中野吉之伴フッスバルラボ

【きちルポ】これからの時代にスポーツクラブが求められる理由。自分達だからできることを探す旅に出よう

▼ ドイツのスポーツクラブも様々な問題と直面

日本も、ドイツも、おそらく世界のあらゆるところで、スポーツクラブは様々な問題や課題と向き合い続けている。

SVホッホドルフもそうだ。スポーツはサッカーだけではない。
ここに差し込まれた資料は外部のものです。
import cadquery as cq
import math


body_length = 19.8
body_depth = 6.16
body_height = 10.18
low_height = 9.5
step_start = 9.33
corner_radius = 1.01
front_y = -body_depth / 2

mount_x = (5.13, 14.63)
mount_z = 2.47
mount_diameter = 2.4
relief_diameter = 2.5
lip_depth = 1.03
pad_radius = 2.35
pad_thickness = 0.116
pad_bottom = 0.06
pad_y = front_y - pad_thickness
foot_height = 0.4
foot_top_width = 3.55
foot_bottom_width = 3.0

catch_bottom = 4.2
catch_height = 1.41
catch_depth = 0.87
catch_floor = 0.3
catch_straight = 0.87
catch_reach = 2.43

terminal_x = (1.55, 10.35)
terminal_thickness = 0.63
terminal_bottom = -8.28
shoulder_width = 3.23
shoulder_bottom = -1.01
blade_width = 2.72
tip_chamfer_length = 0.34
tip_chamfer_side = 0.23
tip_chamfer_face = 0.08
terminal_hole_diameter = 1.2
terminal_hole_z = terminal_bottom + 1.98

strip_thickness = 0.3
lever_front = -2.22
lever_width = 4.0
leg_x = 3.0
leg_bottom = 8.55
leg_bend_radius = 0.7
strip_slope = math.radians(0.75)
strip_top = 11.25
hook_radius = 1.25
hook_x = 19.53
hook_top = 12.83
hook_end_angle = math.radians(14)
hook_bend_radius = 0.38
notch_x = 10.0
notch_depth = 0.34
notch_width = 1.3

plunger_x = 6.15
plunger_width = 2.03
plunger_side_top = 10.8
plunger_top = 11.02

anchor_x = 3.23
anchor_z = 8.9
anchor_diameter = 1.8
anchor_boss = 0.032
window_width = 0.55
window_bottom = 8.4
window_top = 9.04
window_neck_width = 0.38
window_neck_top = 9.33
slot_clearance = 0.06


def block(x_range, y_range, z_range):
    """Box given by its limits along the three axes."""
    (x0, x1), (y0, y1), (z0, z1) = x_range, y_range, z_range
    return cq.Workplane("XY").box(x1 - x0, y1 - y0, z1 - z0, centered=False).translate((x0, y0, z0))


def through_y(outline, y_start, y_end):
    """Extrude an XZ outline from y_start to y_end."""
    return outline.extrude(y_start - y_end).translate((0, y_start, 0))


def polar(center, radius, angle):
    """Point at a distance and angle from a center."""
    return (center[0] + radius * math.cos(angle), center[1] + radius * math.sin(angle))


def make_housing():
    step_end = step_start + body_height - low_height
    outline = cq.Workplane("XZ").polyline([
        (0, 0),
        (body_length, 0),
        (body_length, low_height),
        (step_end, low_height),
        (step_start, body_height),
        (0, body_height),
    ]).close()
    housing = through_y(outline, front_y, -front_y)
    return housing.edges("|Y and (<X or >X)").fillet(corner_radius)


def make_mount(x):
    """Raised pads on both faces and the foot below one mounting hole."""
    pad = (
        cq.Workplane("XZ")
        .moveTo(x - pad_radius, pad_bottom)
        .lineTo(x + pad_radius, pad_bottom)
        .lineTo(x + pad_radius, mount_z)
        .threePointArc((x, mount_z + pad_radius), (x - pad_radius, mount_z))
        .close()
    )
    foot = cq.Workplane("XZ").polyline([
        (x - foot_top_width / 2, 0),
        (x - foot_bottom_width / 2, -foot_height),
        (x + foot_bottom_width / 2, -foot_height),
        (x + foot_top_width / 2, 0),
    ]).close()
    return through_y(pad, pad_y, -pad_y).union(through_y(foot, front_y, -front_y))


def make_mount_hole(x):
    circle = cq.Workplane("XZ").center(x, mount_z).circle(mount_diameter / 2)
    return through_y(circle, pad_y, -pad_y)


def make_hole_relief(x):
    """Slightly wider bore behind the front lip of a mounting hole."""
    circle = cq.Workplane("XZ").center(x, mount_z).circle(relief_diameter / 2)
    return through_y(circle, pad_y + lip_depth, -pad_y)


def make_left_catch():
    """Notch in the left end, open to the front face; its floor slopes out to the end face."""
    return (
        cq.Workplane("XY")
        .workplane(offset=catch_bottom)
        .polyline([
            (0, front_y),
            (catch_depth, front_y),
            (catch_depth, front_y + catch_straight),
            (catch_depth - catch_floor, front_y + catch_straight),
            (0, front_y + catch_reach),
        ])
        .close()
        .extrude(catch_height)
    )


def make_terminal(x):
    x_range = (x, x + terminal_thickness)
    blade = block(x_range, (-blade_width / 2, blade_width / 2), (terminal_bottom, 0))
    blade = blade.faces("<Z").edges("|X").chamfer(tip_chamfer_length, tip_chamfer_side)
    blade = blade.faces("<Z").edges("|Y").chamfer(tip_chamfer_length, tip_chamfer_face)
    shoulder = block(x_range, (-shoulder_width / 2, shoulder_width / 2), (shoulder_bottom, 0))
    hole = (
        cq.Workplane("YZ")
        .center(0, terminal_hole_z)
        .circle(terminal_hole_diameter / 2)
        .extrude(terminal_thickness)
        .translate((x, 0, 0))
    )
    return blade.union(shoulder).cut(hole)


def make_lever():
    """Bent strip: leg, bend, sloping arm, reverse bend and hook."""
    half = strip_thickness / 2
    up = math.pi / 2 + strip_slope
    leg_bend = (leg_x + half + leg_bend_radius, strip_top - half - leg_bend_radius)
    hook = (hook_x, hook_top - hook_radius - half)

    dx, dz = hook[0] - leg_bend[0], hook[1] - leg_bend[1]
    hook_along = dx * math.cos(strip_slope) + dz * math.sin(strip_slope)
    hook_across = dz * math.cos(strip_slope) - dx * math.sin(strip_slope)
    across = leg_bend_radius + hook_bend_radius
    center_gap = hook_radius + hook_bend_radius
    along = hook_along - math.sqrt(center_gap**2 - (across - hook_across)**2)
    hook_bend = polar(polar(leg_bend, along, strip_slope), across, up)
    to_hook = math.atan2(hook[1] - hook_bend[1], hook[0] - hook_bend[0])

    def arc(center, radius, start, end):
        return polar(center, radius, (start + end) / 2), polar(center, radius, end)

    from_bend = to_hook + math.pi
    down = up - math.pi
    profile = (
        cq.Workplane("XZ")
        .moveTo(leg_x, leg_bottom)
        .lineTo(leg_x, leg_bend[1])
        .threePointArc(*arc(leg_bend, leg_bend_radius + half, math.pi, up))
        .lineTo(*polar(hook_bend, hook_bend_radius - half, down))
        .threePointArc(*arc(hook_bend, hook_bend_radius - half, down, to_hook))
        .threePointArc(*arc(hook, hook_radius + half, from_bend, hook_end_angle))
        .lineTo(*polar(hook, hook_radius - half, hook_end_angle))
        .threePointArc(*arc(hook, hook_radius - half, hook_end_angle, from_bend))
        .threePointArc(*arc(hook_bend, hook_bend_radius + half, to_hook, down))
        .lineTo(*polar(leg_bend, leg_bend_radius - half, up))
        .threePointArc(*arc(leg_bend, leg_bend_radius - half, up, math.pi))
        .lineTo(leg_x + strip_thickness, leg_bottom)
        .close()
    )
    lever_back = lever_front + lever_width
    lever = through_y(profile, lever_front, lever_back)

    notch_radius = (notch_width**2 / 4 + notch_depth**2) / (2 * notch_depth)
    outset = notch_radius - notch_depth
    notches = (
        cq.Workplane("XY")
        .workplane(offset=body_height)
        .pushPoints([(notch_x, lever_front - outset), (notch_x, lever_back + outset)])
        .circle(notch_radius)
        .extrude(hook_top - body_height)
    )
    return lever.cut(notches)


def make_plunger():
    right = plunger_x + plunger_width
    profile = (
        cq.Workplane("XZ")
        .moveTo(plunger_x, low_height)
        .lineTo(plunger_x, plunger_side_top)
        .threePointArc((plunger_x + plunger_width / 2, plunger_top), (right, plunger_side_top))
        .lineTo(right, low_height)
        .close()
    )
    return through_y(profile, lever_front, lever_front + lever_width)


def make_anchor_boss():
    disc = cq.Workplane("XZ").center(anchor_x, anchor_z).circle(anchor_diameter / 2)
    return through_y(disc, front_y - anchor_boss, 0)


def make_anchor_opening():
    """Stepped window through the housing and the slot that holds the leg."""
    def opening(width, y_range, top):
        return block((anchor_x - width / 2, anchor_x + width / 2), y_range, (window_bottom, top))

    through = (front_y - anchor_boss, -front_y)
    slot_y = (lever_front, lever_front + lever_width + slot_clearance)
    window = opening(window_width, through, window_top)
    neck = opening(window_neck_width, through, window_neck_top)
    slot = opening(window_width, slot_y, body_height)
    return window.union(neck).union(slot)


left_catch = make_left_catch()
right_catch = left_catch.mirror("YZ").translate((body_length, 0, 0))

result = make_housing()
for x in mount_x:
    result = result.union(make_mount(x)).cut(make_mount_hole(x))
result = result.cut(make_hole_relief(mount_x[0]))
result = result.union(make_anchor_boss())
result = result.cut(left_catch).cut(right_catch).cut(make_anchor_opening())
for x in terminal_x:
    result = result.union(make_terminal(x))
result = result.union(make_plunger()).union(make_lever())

フライブルクやその近郊にはテニスも、バスケットボールも、ハンドボールも、水泳も、ラグビーも、野球も、ロッククライミングをできる場所もある。

加えて、世代というか時代の流れもあり、最近は「ガツガツ運動に関わりたい!」というよりも、少しのんびりしたがりな子どもが増えてきている傾向が観察されている。それこそスマートフォン片手にコミュニケーションをとったりすることを楽しいと感じている子、そもそものところで体を動かすことを心地良いと感じていない、思いっきり体を動かすことの楽しさ・爽快さを知らない子が増えてきてしまっている。

サッカークラブに所属している子どもたちの中でも、試合であったり、練習内で競争があると、負けることを極端に嫌がる子が出てきているという。
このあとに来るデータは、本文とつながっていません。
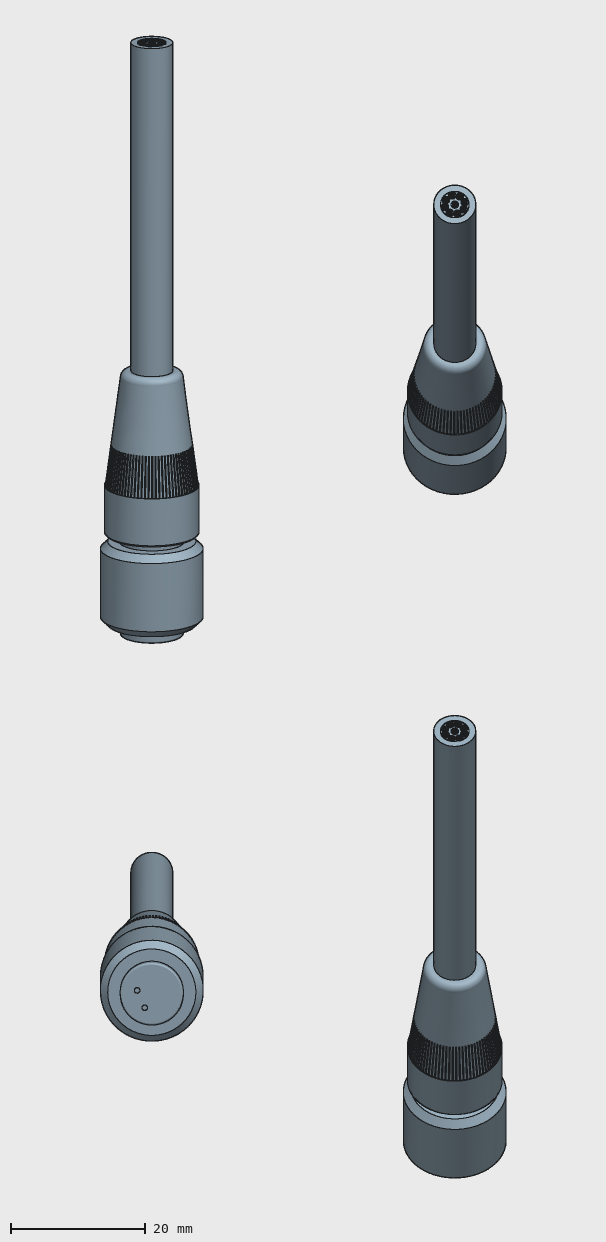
import cadquery as cq
import math

total_height = 92.0
insert_bottom = 0.2
nut_bottom = 1.8
nut_top = 14.6
body_bottom = 15.8
knurl_bottom = 23.4
knurl_top = 29.6
shoulder_z = 40.0
boot_fillet = 1.1
boot_top = shoulder_z + boot_fillet

insert_diameter = 9.4
nut_diameter = 15.3
neck_diameter = 9.7
body_diameter = 14.1
boot_base_diameter = 13.8
shoulder_diameter = 9.4
cable_diameter = 6.3

insert_fillet = 0.3
nut_chamfer = 1.1
body_chamfer = 0.3

groove_count = 80
groove_depth = 0.2
groove_width = 0.2

contact_diameter = 0.8
contact_spacing = 2.85
contact_y = 1.75

jacket_bore = 4.2
recess_depth = 0.2
wire_diameter = 1.1
outer_wire_count = 8
outer_wire_radius = 1.52
core_diameter = 0.7
strand_diameter = 0.2
strand_ring_radius = 0.24
strand_ring_count = 6


def cylinder(diameter, z_low, z_high):
    return cq.Workplane("XY").workplane(offset=z_low).circle(diameter / 2).extrude(z_high - z_low)


def ring_points(count, radius):
    angles = [2 * math.pi * i / count for i in range(count)]
    return [(radius * math.cos(a), radius * math.sin(a)) for a in angles]


def make_insert():
    return cylinder(insert_diameter, insert_bottom, nut_bottom).faces("<Z").edges().fillet(insert_fillet)


def make_nut():
    return cylinder(nut_diameter, nut_bottom, nut_top).faces("<Z or >Z").edges().chamfer(nut_chamfer)


def make_body():
    return cylinder(body_diameter, body_bottom, knurl_bottom).faces("<Z").edges().chamfer(body_chamfer)


def make_boot():
    shoulder_radius = shoulder_diameter / 2
    fillet_centre_radius = shoulder_radius - boot_fillet
    diagonal = boot_fillet * math.sqrt(0.5)
    profile = (
        cq.Workplane("XZ")
        .moveTo(0, knurl_bottom)
        .lineTo(boot_base_diameter / 2, knurl_bottom)
        .lineTo(shoulder_radius, shoulder_z)
        .threePointArc(
            (fillet_centre_radius + diagonal, shoulder_z + diagonal),
            (fillet_centre_radius, boot_top),
        )
        .lineTo(0, boot_top)
        .close()
    )
    return profile.revolve(360, (0, 0), (0, 1))


def boot_radius(z):
    slope = (shoulder_diameter - boot_base_diameter) / 2 / (shoulder_z - knurl_bottom)
    return boot_base_diameter / 2 + slope * (z - knurl_bottom)


def groove_section(z):
    surface = boot_radius(z)
    corners = [
        cq.Vector(surface - groove_depth, 0, z),
        cq.Vector(surface + groove_depth, groove_width, z),
        cq.Vector(surface + groove_depth, -groove_width, z),
    ]
    return cq.Wire.makePolygon(corners, close=True)


def make_knurl_grooves():
    sections = [groove_section(knurl_bottom), groove_section(knurl_top)]
    groove = cq.Solid.makeLoft(sections, True)
    axis = cq.Vector(0, 0, 1)
    pitch = 360 / groove_count
    grooves = [groove.rotate(cq.Vector(), axis, pitch * (i + 0.5)) for i in range(groove_count)]
    return cq.Workplane(cq.Compound.makeCompound(grooves))


def make_contacts():
    places = [(-contact_spacing / 2, contact_y), (contact_spacing / 2, contact_y)]
    return cq.Workplane("XY").pushPoints(places).circle(contact_diameter / 2).extrude(insert_bottom)


def raised_rounds(places, diameter):
    floor = cq.Workplane("XY").workplane(offset=total_height - recess_depth)
    return floor.pushPoints(places).circle(diameter / 2).extrude(recess_depth)


def detail_cable_end(cable):
    floor = total_height - recess_depth
    wire_places = [(0, 0)] + ring_points(outer_wire_count, outer_wire_radius)
    strand_offsets = [(0, 0)] + ring_points(strand_ring_count, strand_ring_radius)
    strand_places = [(x + dx, y + dy) for x, y in wire_places for dx, dy in strand_offsets]
    return (
        cable.cut(cylinder(jacket_bore, floor, total_height))
        .union(raised_rounds(wire_places, wire_diameter))
        .cut(raised_rounds(wire_places, core_diameter))
        .union(raised_rounds(strand_places, strand_diameter))
    )


cable = detail_cable_end(cylinder(cable_diameter, boot_top, total_height))
result = (
    make_insert()
    .union(make_contacts())
    .union(make_nut())
    .union(cylinder(neck_diameter, nut_top, body_bottom))
    .union(make_body())
    .union(make_boot().cut(make_knurl_grooves()))
    .union(cable)
)

ドイツにおいて学校のあり方も少しずつ変わってきている。以前だと学校の授業が午前いっぱいで終わることが多く、子供たちはお昼に家に帰って、お昼ご飯を食べて、宿題を少ししたら、午後はまるっと遊んだり、スポーツクラブや音楽教室といったところで活動するのが当たり前だった。

だが、昨今は共働きの親が増えてきている社会的背景もある中で、学校は午前だけではなく、16時や17時まで子供たちを預かり、面倒を見ますよという形に変わってきている。

そうすることで親は安心して働くことができる。大切なサポート。一方で、子供たちの生活環境は間違いなくガラッと変わってきている。学校から帰ってちょっと休んだらもう夕方だ。冬場だったら外は真っ暗。そこから再度家を出て、スポーツをしようとする子がどれぐらいいるのか。そのまま家で休んで、家族でご飯を食べて、翌日の学校の準備をして、寝て、というサイクルを選ぶ子供や家庭がいても不思議ではない。

都市の規模や環境、地域性や両親の考え方などで、子どもとスポーツ、学校との関わり方は本当に様々だろう。いずれにしても、こうした現状といま、そしてこれからのスポーツクラブと指導者は真摯に向き合わなければならないのだ。

「これまではこれで上手くいったから」という理屈はもはや通用しない。

では、《だからすべてをネガティブに解釈せざるをえないのか》というとそんなことではない。むしろ逆にチャンスも多いと捉えることができるのではないだろうか。